In an examination a candidate is given the four answers to four questions but is not told which answer applies to which question. He is asked to write down each of the four answers next to its appropriate question.
b). show that there are 6 ways of getting just two answers in the correct places.
c). If a candidate guesses at random where the four answers are to go and X is the number of correct guesses he makes, draw up the probability distribution for X in tabular form.
d). calculate the expectations of X.
b). To show that there are 6 ways of getting just two answers in the correct places, we can use the formula for permutations.
There are 4 questions and we want exactly 2 answers to be in the correct place. So, we need to choose 2 out of the 4 questions to have their answers in the correct place.
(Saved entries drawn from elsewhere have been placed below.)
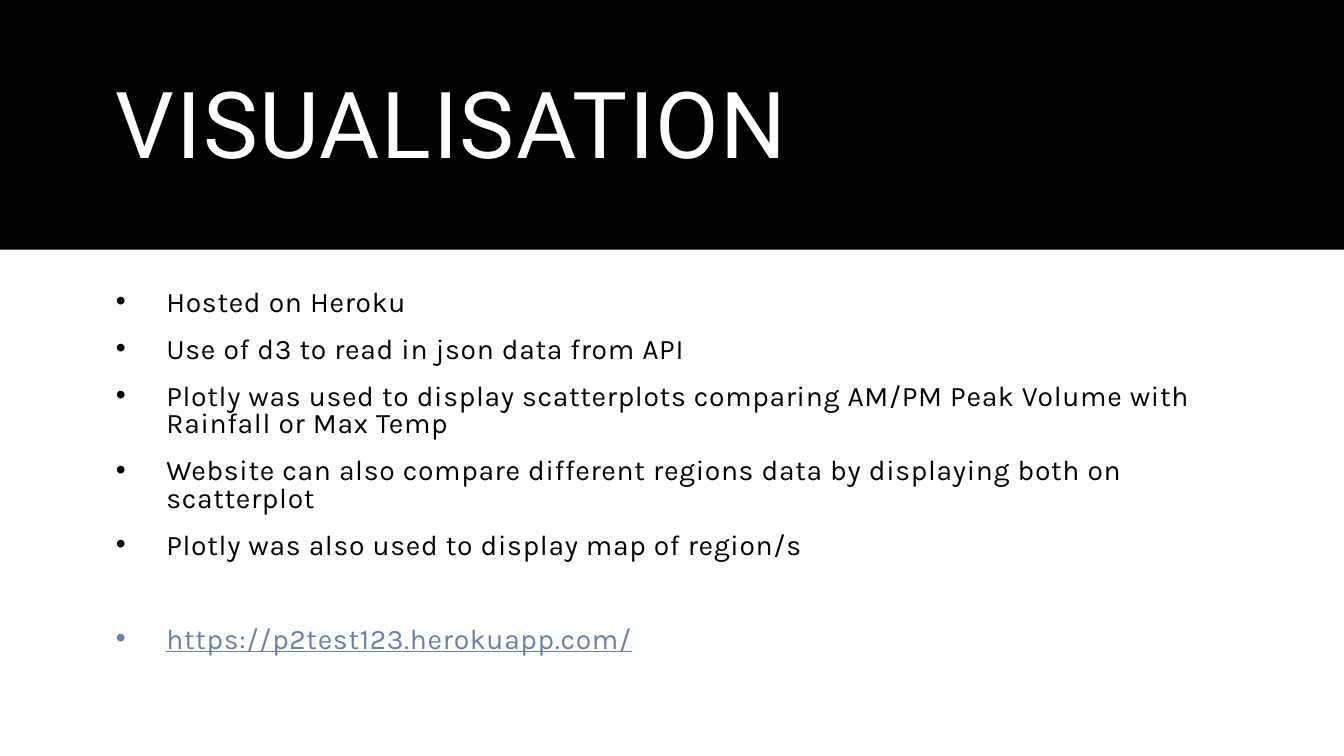
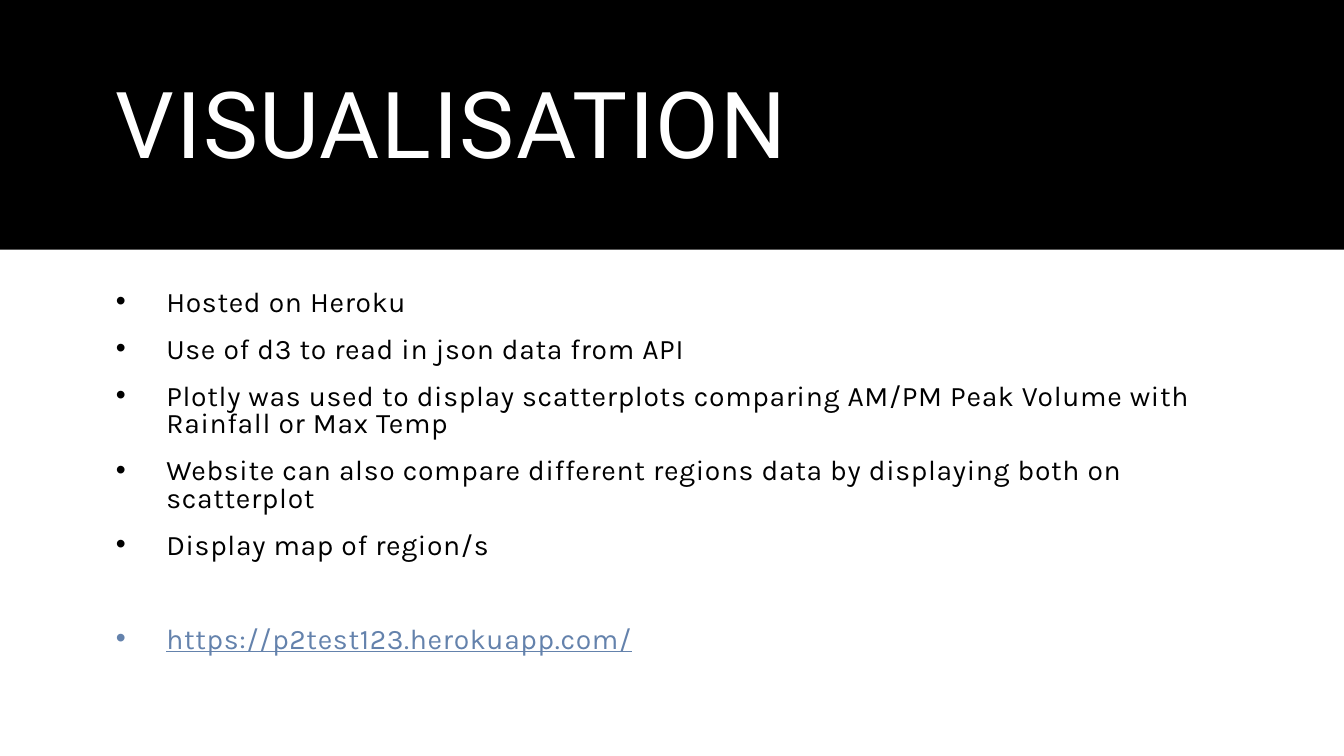
Before and after one commit to matthewbelevski/project-2, a slide deck: slide 7 of Project 2 Presentation.pptx. Drawn at 1344x756 pixels with LibreOffice and Linux fonts; fonts in the diff are those of the drawing. Boxes give left, top, right and bottom in pixels: in the first picture for what was removed or moved away, otherwise in the second. Text is boxed around its words. In the diff, an @@ line names an element or a change of style, - is before the commit and + after.

Commit message:
presentation

```diff
--- a/Project 2 Presentation.pptx
+++ b/Project 2 Presentation.pptx
@@ text at (166, 534, 488, 562): text changed @@
-• Plotly was also used to display map of region/s
+• Display map of region/s
```
Also in this commit, not shown: 1 other slide changed.
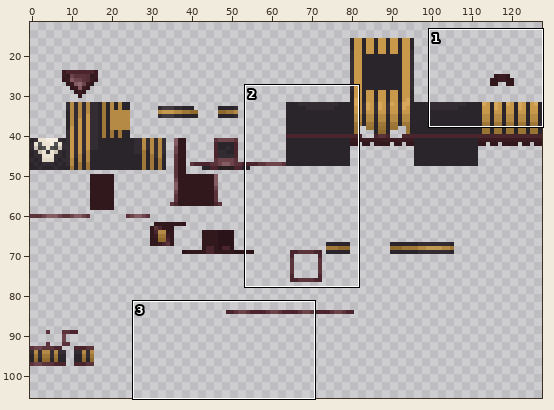
Sprite sheet: src/main/resources/assets/proyecto_war/textures/armor/golden_details/proto_suit.png. The picture above shows the old version from afar; the outline marks the close-up.
Close-up. Earlier state:
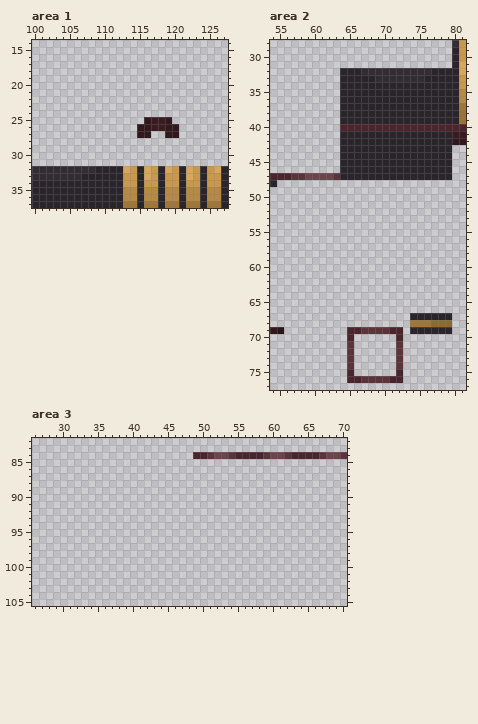
The file is 128x128 pixels. Colours within 5 levels of each other are drawn and written as one. Shown: area 1: x 100..127, y 14..37; area 2: x 54..81, y 28..77; area 3: x 26..70, y 82..105. The wide view leaves out empty margins.
After:
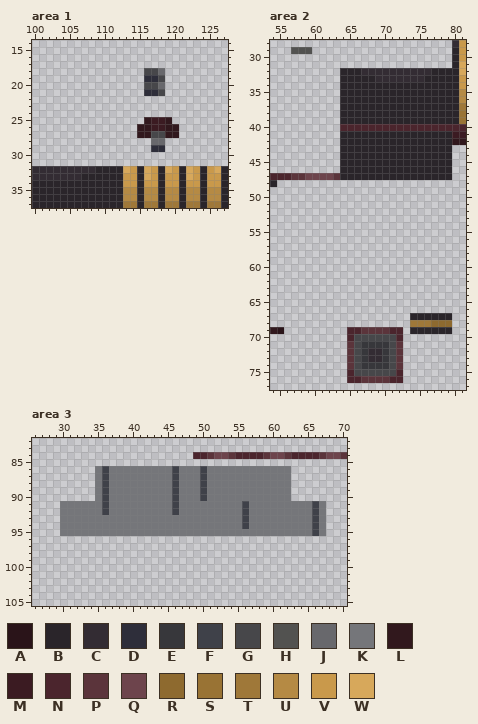
Palette (. is transparent): A #2a1419  B #2a252a  C #332c33  D #2e2e3a  E #37373b  F #3f4149  G #47474a  H #525250  J #68686c  K #75767a  L #31181d  M #3b1b22  N #4b252d  P #5b343b  Q #6d444c  R #8e6a2f  S #997334  T #9f7839  U #b58a44  V #c9994b  W #d7a85b
Diff:
Area 1:
The edit adds colour D in row 19 at x 116 to 117; in row 21 at x 116 to 117; in row 29 at x 117 to 118.
The edit adds colour G in row 18 at x 116 to 117; in row 19 at x 118; in row 20 at x 116 to 117; in row 21 at x 118; in row 27 at x 117 to 118.
The edit adds colour J in row 18 at x 118; in row 20 at x 118; in row 28 at x 117 to 118.
Area 2:
The edit adds colour C in rows 72 to 73 at x 68 to 69.
The edit adds colour E in row 71 at x 67 to 70; in rows 72 to 73 at x 67 and 70; in row 74 at x 67 to 70.
The edit adds colour G in row 70 at x 66 to 71; in rows 71 to 74 at x 66 and 71; in row 75 at x 66 to 71.
The edit adds colour H in row 29 at x 57 to 59.
Area 3:
The edit adds colour F in rows 86 to 90 at x 36, 46 and 50; in rows 91 to 92 at x 36, 46, 56 and 66; in rows 93 to 94 at x 56 and 66; in row 95 at x 66.
The edit adds colour K in rows 86 to 90 at x 35, 37 to 45, 47 to 49 and 51 to 62; in rows 91 to 92 at x 30 to 35, 37 to 45, 47 to 55, 57 to 65 and 67; in rows 93 to 94 at x 30 to 55, 57 to 65 and 67; in row 95 at x 30 to 65 and 67.
Where, in picture pixels (left, top, right, bottom), the same in both close-ups:
added: (144, 68, 165, 96)
added: (151, 131, 165, 152)
added: (291, 47, 312, 54)
added: (354, 334, 396, 376)
added: (60, 466, 326, 536)
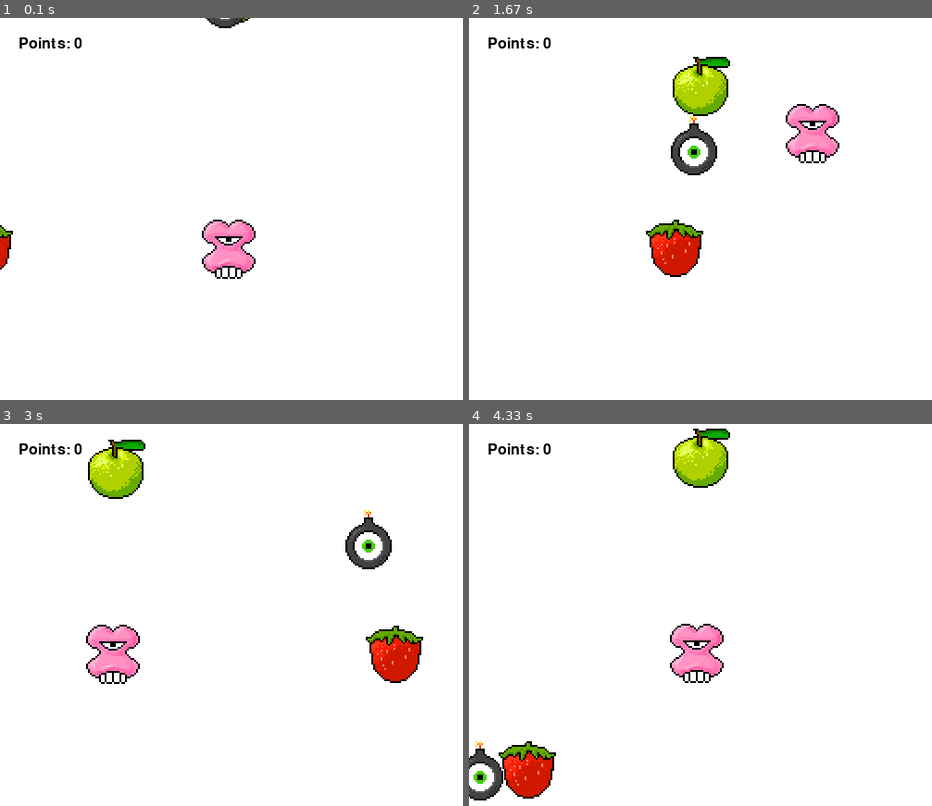
Above: before the commit, frames 1-4 (two rows, left to right).
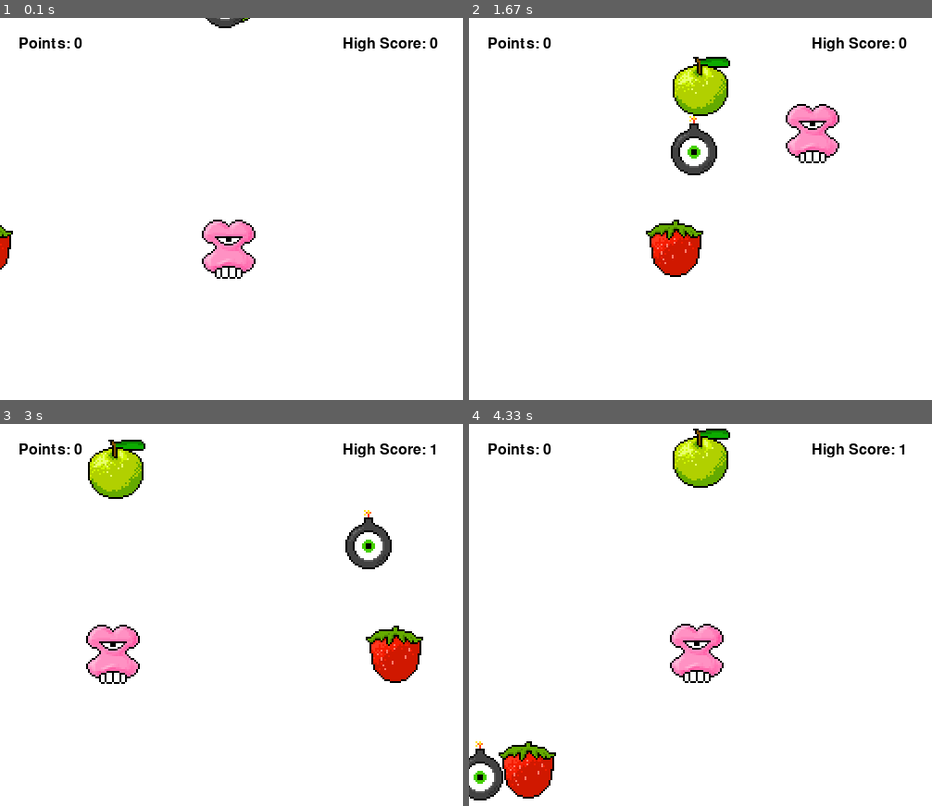
Above: after the commit, the same moments.

Repository: laurelmclean/ACS-1111-Pygame-Tutorial
Game: pygame game, started from example2.py
Two runs of this game, one before a commit and one after it. Both use one fixed random seed, a clock stepped at 60 frames per second and the inputs below.
Inputs:
- Up to frame 1 (0.1 s): no input
- Up to frame 2 (1.67 s): hold Right 0.33-0.8 s; hold Up 0.83-1.13 s; hold Right 1.17-1.63 s
- Up to frame 3 (3 s): hold Left 1.67-2.2 s; hold Down 2.23-2.53 s; hold Left 2.57-2.97 s
- Up to frame 4 (4.33 s): hold Up 3-3.37 s; hold Right 3.4-4.03 s; hold Down from 4.07 s (still down)

The runs differ from the first frame. In frame 1, 0.3% of the frame differs, in the area x 74-95%, y 5-9%; in frame 2, 0.3%; in frame 3, 0.3%; in frame 4, 0.3%.

Commit message:
Added high score

Diff:
--- a/example2.py
+++ b/example2.py
@@ -13,6 +13,9 @@
 
 # points
 points = 0
+
+# high score
+high_score = 0
 
 def draw_text(text, color, font_size, x, y):
     font = pygame.font.SysFont(None, font_size)
@@ -233,11 +236,14 @@
         fruit.reset()
     # Check collision player and bomb
     if pygame.sprite.collide_rect(player, bomb):
+        if points > high_score:
+          high_score = points
         points = 0
         pygame.mixer.Sound.play(explosion)
         bomb.reset()
      # Draw the points
     draw_text(text=f'Points: {points}', color= (0, 0, 0), font_size=24, x=20, y=20)
+    draw_text(text=f'High Score: {high_score}', color= (0, 0, 0), font_size=24, x=370, y=20)
 # Update the window
     pygame.display.flip()
     # tick the clock!
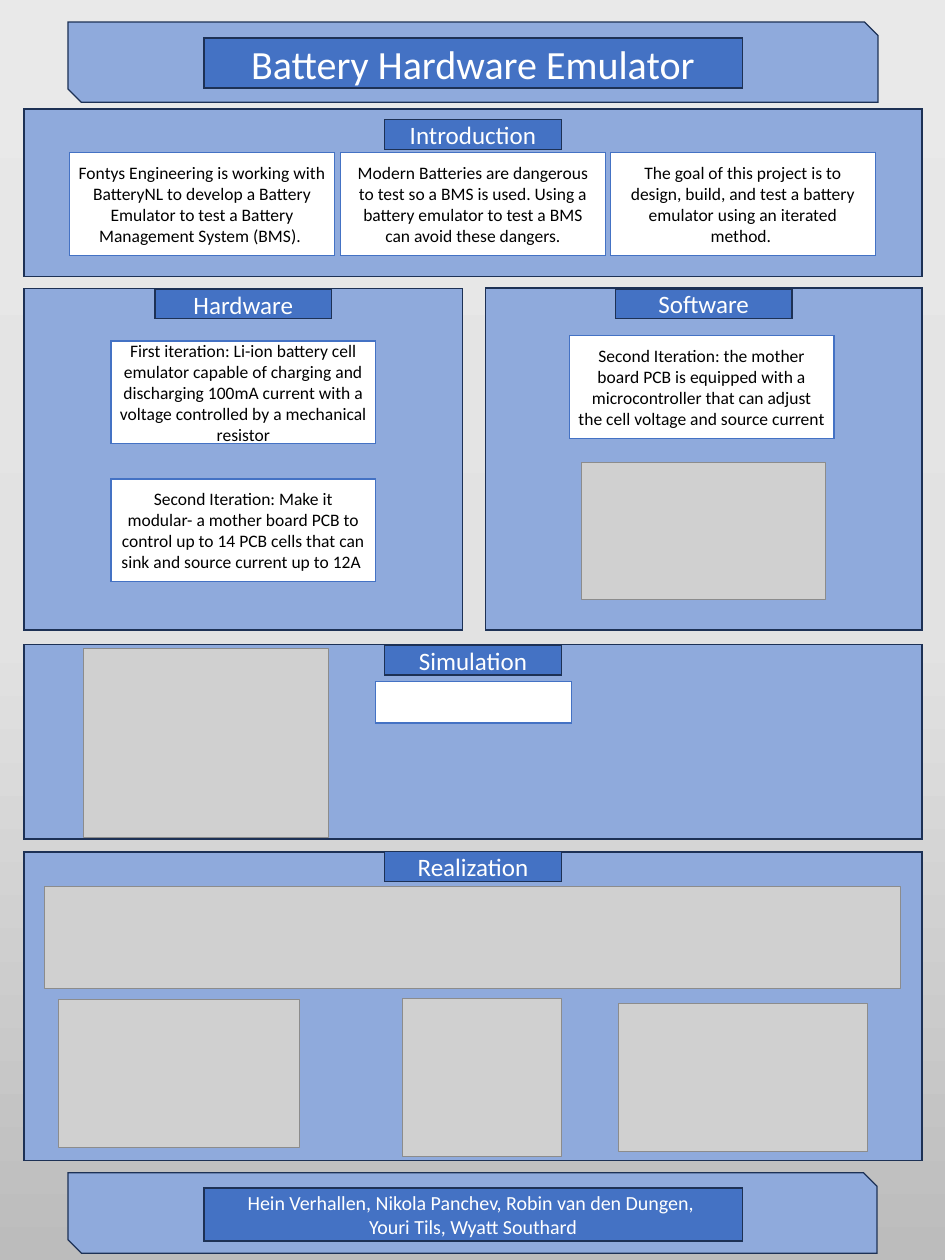
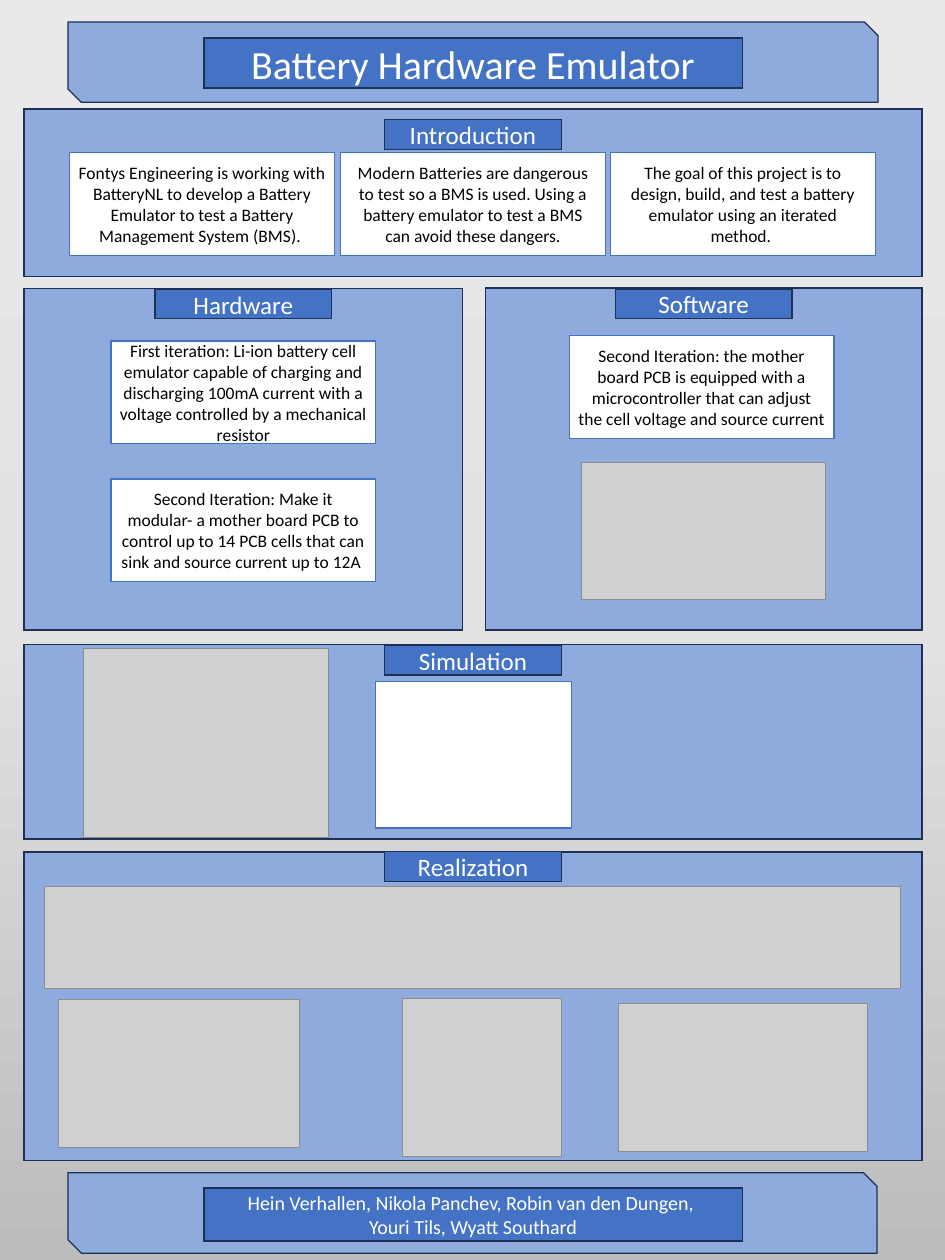
Before and after one commit to HeinVerhallen/Hardware_Simulator, a slide deck: slide 1 of Documentation/Final_Poster_Presentation.pptx. Drawn at 945x1260 pixels with LibreOffice and Linux fonts; fonts in the diff are those of the drawing; grey boxes stand for pictures. Boxes give left, top, right and bottom in pixels: in the first picture for what was removed or moved away, otherwise in the second. Text is boxed around its words. In the diff, an @@ line names an element or a change of style, - is before the commit and + after.

```diff
--- a/Documentation/Final_Poster_Presentation.pptx
+++ b/Documentation/Final_Poster_Presentation.pptx
@@ rectangle: place and size @@
-rectangle at [375,681,572,723]
+rectangle at [375,681,572,828]
```

The number of ways to choose 2 questions out of 4 is given by the combination formula:
C(4, 2) = 4! / (2! * (4-2)!) = 4! / (2! * 2!) = (4 * 3) / (2 * 1) = 6
Therefore, there are 6 ways of getting just two answers in the correct places.
c). If a candidate guesses at random where the four answers are to go and X is the number of correct guesses he makes, the probability distribution for X can be represented in tabular form as follows:
X | Probability
0 | P(0)
1 | P(1)
2 | P(2)
3 | P(3)
4 | P(4)
The probability of getting 0 correct guesses (P(0)) can be calculated as:
P(0) = (3/4) * (2/3) * (1/2) * (1/1) = 1/4
The probability of getting 1 correct guess (P(1)) can be calculated as:
P(1) = (1/4) * (2/3) * (1/2) * (1/1) = 1/12
The probability of getting 2 correct guesses (P(2)) can be calculated as:
P(2) = (1/4) * (1/3) * (1/2) * (1/1) = 1/24
The probability of getting 3 correct guesses (P(3)) can be calculated as:
P(3) = (1/4) * (1/3) * (1/2) * (1/1) = 1/24
The probability of getting 4 correct guesses (P(4)) can be calculated as:
P(4) = (1/4) * (1/3) * (1/2) * (1/1) = 1/24
d). The expectation of X (E(X)) can be calculated by multiplying each value of X with its probability and summing up the results.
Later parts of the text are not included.